Just screw the fixture right to the siding.Wrap the ground wire around the sheetrock screw if your in a high wind area


----------



## Magnettica (Jan 23, 2007)

Get a hole saw in there so you can actually reach inside the wall to find the steel fish tape. You may even need to join 2 snakes together (one from the top, one from the bottom), to get the fish through to your light location. Cover up the damage with a light block.


----------



## robnj772 (Jan 15, 2008)

Nephi said:


> depends on the scenario and wire used.
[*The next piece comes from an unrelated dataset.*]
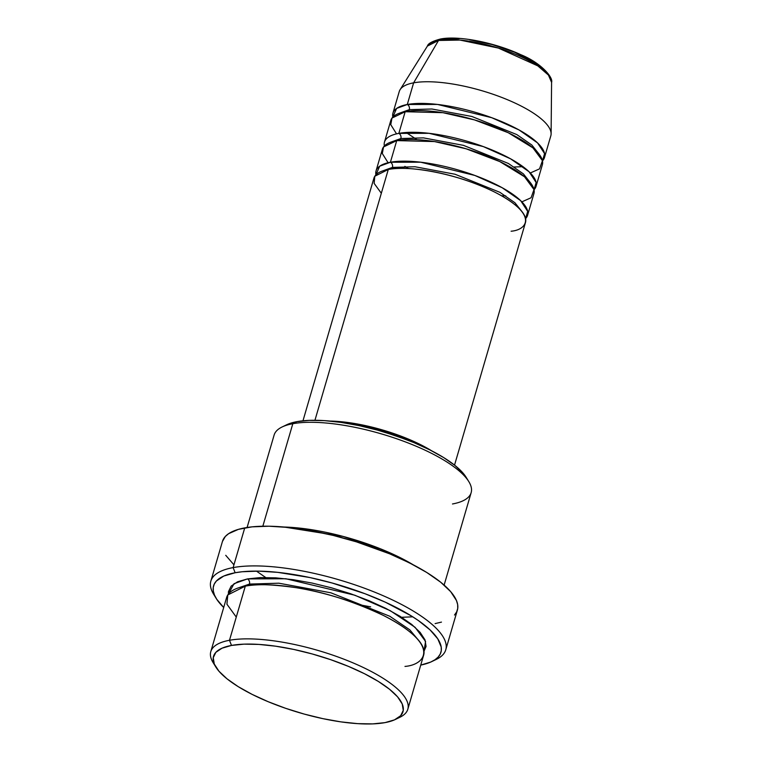 <?xml version="1.0" encoding="UTF-8"?>
<svg xmlns="http://www.w3.org/2000/svg" width="762" height="762" viewBox="0 0 762 762"><rect width="100%" height="100%" fill="white"/><g stroke="black" fill="none" stroke-linecap="round" stroke-linejoin="round"><path stroke-width="1.14" d="M544.478 157.534A78.953 24.003 16.3 0 1 542.487 160.868L544.582 153.61L537.534 142.894L519.036 129.95L491.738 117.7L437.521 104.442L407.289 104.499A3.943 3.219 -100.4 0 1 409.299 109.652L399.412 113.205L409.299 109.652A3.943 3.219 79.6 0 0 407.289 104.499L413.623 82.839L407.289 104.499A78.953 24.003 16.3 0 0 392.916 113.214A78.953 24.003 16.3 0 0 392.801 117.1L396.602 108.433L407.289 104.499A78.953 24.003 16.3 0 1 495.5 119.12A78.953 24.003 16.3 0 1 544.478 157.534L550.812 135.874A78.953 24.003 -163.7 0 0 501.834 97.46A78.953 24.003 -163.7 0 0 413.623 82.839L438.521 40.462A3.943 3.219 -100.4 0 1 440.493 39.014A3.943 3.219 79.6 0 0 438.521 40.462L460 40.072L498.396 48.073L537.801 65.875L548.44 75.086L551.583 82.391A64.932 19.736 -163.7 0 0 508.54 51.53A64.932 19.736 -163.7 0 0 438.521 40.462L413.623 82.839A78.953 24.003 16.3 0 1 498.758 96.298A78.953 24.003 16.3 0 1 551.107 133.826L551.583 82.391C553.498 77.514 540.772 62.636 520.732 54.664C494.976 42.634 458.657 35.357 440.503 39.014A3.943 3.219 -100.4 0 1 442.274 39.281L449.971 38.491L459.191 38.652M392.411 167.402A3.943 3.219 -100.4 0 1 391.506 168.974A3.943 3.219 79.6 0 0 392.411 167.402L382.524 170.964L392.411 167.402A3.943 3.219 79.6 0 0 390.401 162.249A3.943 3.219 -100.4 0 1 392.411 167.402L415.014 166.754L455.009 174.231L499.92 192.338L514.931 202.749L522.113 211.779L514.931 202.749L499.92 192.338L455.009 174.231L415.014 166.754L392.411 167.402M454.533 465.115L525.475 222.504A78.953 24.003 -163.7 0 0 476.498 184.09A78.953 24.003 -163.7 0 0 388.287 169.469L374.79 176.26L374.142 183.375L381.333 193.272M527.59 215.284L533.914 193.624A78.953 24.003 -163.7 0 0 484.946 155.21A78.953 24.003 -163.7 0 0 396.735 140.599L390.401 162.249A78.953 24.003 16.3 0 0 376.028 170.964A78.953 24.003 16.3 0 0 375.904 174.85L379.714 166.183L390.401 162.249A78.953 24.003 16.3 0 1 478.612 176.87A78.953 24.003 16.3 0 1 527.59 215.284A78.953 24.003 16.3 0 1 525.599 218.618L527.695 211.369L520.646 200.644L502.148 187.709L474.85 175.451L420.634 162.192L390.401 162.249L396.735 140.599L383.524 146.961L382.314 153.543L388.087 162.735M400.86 138.532A3.943 3.219 -100.4 0 1 399.945 140.103A3.943 3.219 79.6 0 0 400.86 138.532L390.973 142.084L400.86 138.532A3.943 3.219 79.6 0 0 398.84 133.379A3.943 3.219 -100.4 0 1 400.86 138.532L423.453 137.874L463.448 145.351L508.368 163.459L523.37 173.869L530.562 182.909L523.37 173.869L508.368 163.459L463.448 145.351L423.453 137.874L400.86 138.532M409.299 109.652A3.943 3.219 -100.4 0 1 408.394 111.223A3.943 3.219 79.6 0 0 409.299 109.652L431.902 109.004L471.897 116.481L516.817 134.588L531.819 144.999L539.001 154.029L531.819 144.999L516.817 134.588L471.897 116.481L431.902 109.004L409.299 109.652M384.353 145.971A78.953 24.003 16.3 0 1 384.477 142.094A78.953 24.003 16.3 0 1 398.84 133.379L405.174 111.719L398.84 133.379A78.953 24.003 16.3 0 1 487.061 147.99A78.953 24.003 16.3 0 1 536.029 186.414L542.363 164.754A78.953 24.003 -163.7 0 0 493.385 126.34A78.953 24.003 -163.7 0 0 405.174 111.719L391.973 118.081L390.763 124.663L396.535 133.864M395.335 719.471L399.879 717.28A102.641 31.204 -163.7 0 0 358.664 665.35A102.641 31.204 -163.7 0 0 229.486 640.28L231.496 645.433A98.689 30.004 16.3 0 1 355.711 669.541A98.689 30.004 16.3 0 1 395.335 719.471A98.689 30.004 16.3 0 1 385.02 722.624L394.497 719.861L400.66 715.718L403.269 710.365L402.231 704.002L397.583 696.859L389.496 689.229L378.295 681.409L364.398 673.675L348.339 666.35L330.746 659.692L312.287 653.977L293.675 649.414L275.625 646.186L258.823 644.414L243.926 644.157L231.496 645.433L222.018 648.195L215.856 652.339L213.246 657.692L214.284 664.054L218.932 671.198L227.019 678.828L238.22 686.657L252.117 694.382L268.176 701.707L285.769 708.365L304.228 714.08L322.84 718.642L340.89 721.871L357.692 723.643L372.589 723.9L385.02 722.624A98.689 30.004 16.3 0 1 289.579 709.641A98.689 30.004 16.3 0 1 215.798 666.969A98.689 30.004 16.3 0 1 231.496 645.433L229.486 640.28A102.641 31.204 16.3 0 1 344.157 659.282A102.641 31.204 16.3 0 1 407.822 709.222A102.641 31.204 16.3 0 1 397.44 718.318M468.801 481.584L466.154 477.298A98.689 30.004 -163.7 0 0 392.373 434.616A98.689 30.004 -163.7 0 0 296.942 421.643L292.818 423.71A102.641 31.204 16.3 0 1 392.068 437.207A102.641 31.204 16.3 0 1 468.801 481.584A102.641 31.204 16.3 0 1 452.476 503.977M431.759 661.587L436.293 659.397A122.377 37.205 -163.7 0 0 387.163 597.484A122.377 37.205 -163.7 0 0 233.134 567.595L235.144 572.748A118.424 36.005 16.3 0 1 384.2 601.666A118.424 36.005 16.3 0 1 431.759 661.587A118.424 36.005 16.3 0 1 420.729 665.102L430.74 662.054L434.959 659.768L438.131 657.092L440.245 654.044L441.274 650.662L441.198 646.976L437.769 638.832L430.092 629.936L418.462 620.611L411.299 615.906L385.267 602.151L364.988 593.722L332.099 582.997L309.763 577.52L277.778 572.357L258.67 571.129L242.192 571.748L235.144 572.748L223.771 576.053L216.379 581.025L214.265 584.073L213.246 587.454L213.322 591.141L214.493 595.093L216.751 599.275L223.704 607.485A118.424 36.005 16.3 0 1 216.303 598.589A118.424 36.005 16.3 0 1 235.144 572.748L233.134 567.595A122.377 37.205 16.3 0 1 369.856 590.255A122.377 37.205 16.3 0 1 445.77 649.796A122.377 37.205 16.3 0 1 433.883 660.444M249.441 584.073A3.943 3.219 -100.4 0 1 248.555 585.616A3.943 3.219 79.6 0 0 249.441 584.073L237.02 588.369L249.441 584.073A3.943 3.219 79.6 0 0 247.431 578.92A3.943 3.219 -100.4 0 1 249.441 584.073L278.863 583.197L330.87 592.798L389.782 616.248L409.851 629.879L419.805 641.823L409.851 629.879L389.782 616.248L330.87 592.798L278.863 583.197L249.441 584.073M407.822 709.222L423.662 655.082A102.641 31.204 -163.7 0 0 359.988 605.142A102.641 31.204 -163.7 0 0 245.316 586.14L227.771 594.96L226.933 604.218L236.268 617.077M228.41 594.065L234.01 583.711L247.431 578.92L260.356 577.586L275.844 577.853L293.322 579.701L312.096 583.063L331.451 587.807L350.644 593.75L368.941 600.666L385.639 608.286L400.088 616.325L411.747 624.469L420.148 632.403L424.986 639.823L426.072 646.452L423.996 651.262L425.577 641.452L415.119 627.326L390.249 610.676L354.806 595.208L285.855 578.749L247.431 578.92L237.573 581.787L231.162 586.092L228.448 591.664L228.41 594.074M256.423 571.109L267.091 578.472M401.641 617.296L412.766 616.829M431.835 450.913L420.719 444.732L407.88 438.874L379.038 428.977L349.701 422.739L329.908 421.062A78.953 24.003 16.3 0 1 431.692 450.828M511.102 231.219C526.704 230.038 539.448 215.027 494.605 192.062C448.542 169.326 398.955 165.811 388.287 169.469L314.944 420.281L388.287 169.469A78.953 24.003 -163.7 0 0 373.913 178.184L302.971 420.795M405.66 439.322A75 22.803 -163.7 0 0 358.035 425.396L378.876 430.178L406.279 439.579M283.931 527.018A102.641 31.204 16.3 0 1 413.337 564.861L380.448 548.792L343.091 536.419L283.931 527.018M444.122 585.102L471.154 492.652A102.641 31.204 -163.7 0 0 407.489 442.712A102.641 31.204 -163.7 0 0 292.818 423.71L262.833 526.228L292.818 423.71A102.641 31.204 -163.7 0 0 274.13 435.035L247.098 527.485M445.77 649.796L457.381 610.086A122.377 37.205 -163.7 0 0 381.467 550.545A122.377 37.205 -163.7 0 0 244.745 527.885L233.134 567.595L244.745 527.885A122.377 37.205 -163.7 0 0 222.466 541.391L210.855 581.101A122.377 37.205 16.3 0 1 233.134 567.595A122.377 37.205 -163.7 0 0 213.665 594.293L216.303 598.589M404.974 666.417C425.263 664.874 441.817 645.366 383.534 615.506C353.416 601.332 324.345 592.064 296.313 587.702C271.396 584.254 254.403 583.73 245.316 586.14L229.486 640.28L245.316 586.14A102.641 31.204 -163.7 0 0 226.628 597.465L210.798 651.615A102.641 31.204 16.3 0 1 229.486 640.28A102.641 31.204 -163.7 0 0 213.16 662.673L215.798 666.969M536.029 186.414A78.953 24.003 16.3 0 1 534.038 189.748L536.143 182.489L529.085 171.764L510.597 158.829L483.298 146.58L429.082 133.321L398.84 133.379M530.304 172.984L539.525 168.878L542.449 160.687L532.943 147.876L508.235 132.712L474.555 119.92L442.903 112.681L405.174 111.719A78.953 24.003 -163.7 0 0 390.801 120.434L384.477 142.094M440.503 39.014C432.368 41.177 428.006 43.529 427.406 46.082L438.521 40.462A64.932 19.736 -163.7 0 0 427.406 46.082L400.107 89.668A78.953 24.003 16.3 0 1 413.623 82.839A78.953 24.003 -163.7 0 0 399.25 91.554L392.916 113.214M545.116 71.133L540.115 66.408L533.171 61.56L514.626 52.235L492.3 44.577L469.602 39.748M214.646 664.874A102.641 31.204 16.3 0 1 210.798 651.615M215.132 596.484A122.377 37.205 16.3 0 1 210.855 581.101M222.456 541.439L225.352 536.438L228.629 533.676L238.373 529.371L252.022 526.856L269.043 526.218L288.798 527.485L310.505 530.609L333.356 535.457L356.445 541.858L389.63 553.812L409.537 562.908L426.768 572.491L440.665 582.197L450.685 591.655L456.448 600.504L457.657 604.59L457.733 608.4L456.676 611.896L454.495 615.039M441.465 622.106L435.102 623.602M233.658 564.499L225.733 555.308M286.541 424.834L296.942 421.643L309.372 420.367L324.269 420.614L341.062 422.396L359.121 425.625L377.733 430.187L396.192 435.902L413.785 442.551L429.835 449.885L443.732 457.61L454.943 465.439L463.02 473.069L466.258 477.46M521.856 201.854L531.085 197.749L534 189.567L524.494 176.755L499.796 161.592L466.106 148.79L434.454 141.561L396.735 140.599A78.953 24.003 -163.7 0 0 382.362 149.314L376.028 170.964M282.073 426.987A102.641 31.204 16.3 0 1 292.818 423.71L296.942 421.643A98.689 30.004 -163.7 0 0 286.617 424.796L282.073 426.987M505.758 195.872L501.52 195.748M408.518 168.554L404.87 166.373M522.999 166.688L514.207 166.992M416.957 139.684L406.079 132.493M358.597 604.609L370.637 606.838"/></g></svg>

I cut azack to length depending on the fixture, pre drill and contersink screws in the sides of my block so they will not be exposed and covered by the siding, j channel whatever then hole saw a 3 5/8" hole and use and old work round box. They take a 3 5/8 s hole so the box is tight as it is then drill 4 small flat head wood screws in the ears and foam the other side of the box


Why the hell would you go thru all that trouble and expense when there are pre made siding blocks from arlington for any kind of siding for less then 10 bucks?


----------



## Nephi (Mar 20, 2010)

I read his question too fast I dindt realize he was talking about old work . My supply house carries alot of arlington products and I use them in those scenarios but for new work I usually make blocks out of what ever they are using to trim the house out with cedar,azack,whatever.


----------



## stillirnin (Jan 24, 2008)

Yes it was old work went with arlington , had exist. fixtures one switch for 5 lights,switch in back room ,HO wanted ea. on seperate switch.Pulled old fixt. were on blank mount blocks all had hacked up holes in walls and no box terminations just shoved back in wall,and cable runs to short to pull through new blocks. I opened up holes set old work boxes tied in and pulled switch legs through blocks


----------



## merlin5353 (Apr 15, 2010)

robnj772 said:


> Why the hell would you go thru all that trouble and expense when there are pre made siding blocks from arlington for any kind of siding for less then 10 bucks?


Yep. Worked for me a couple of times.


----------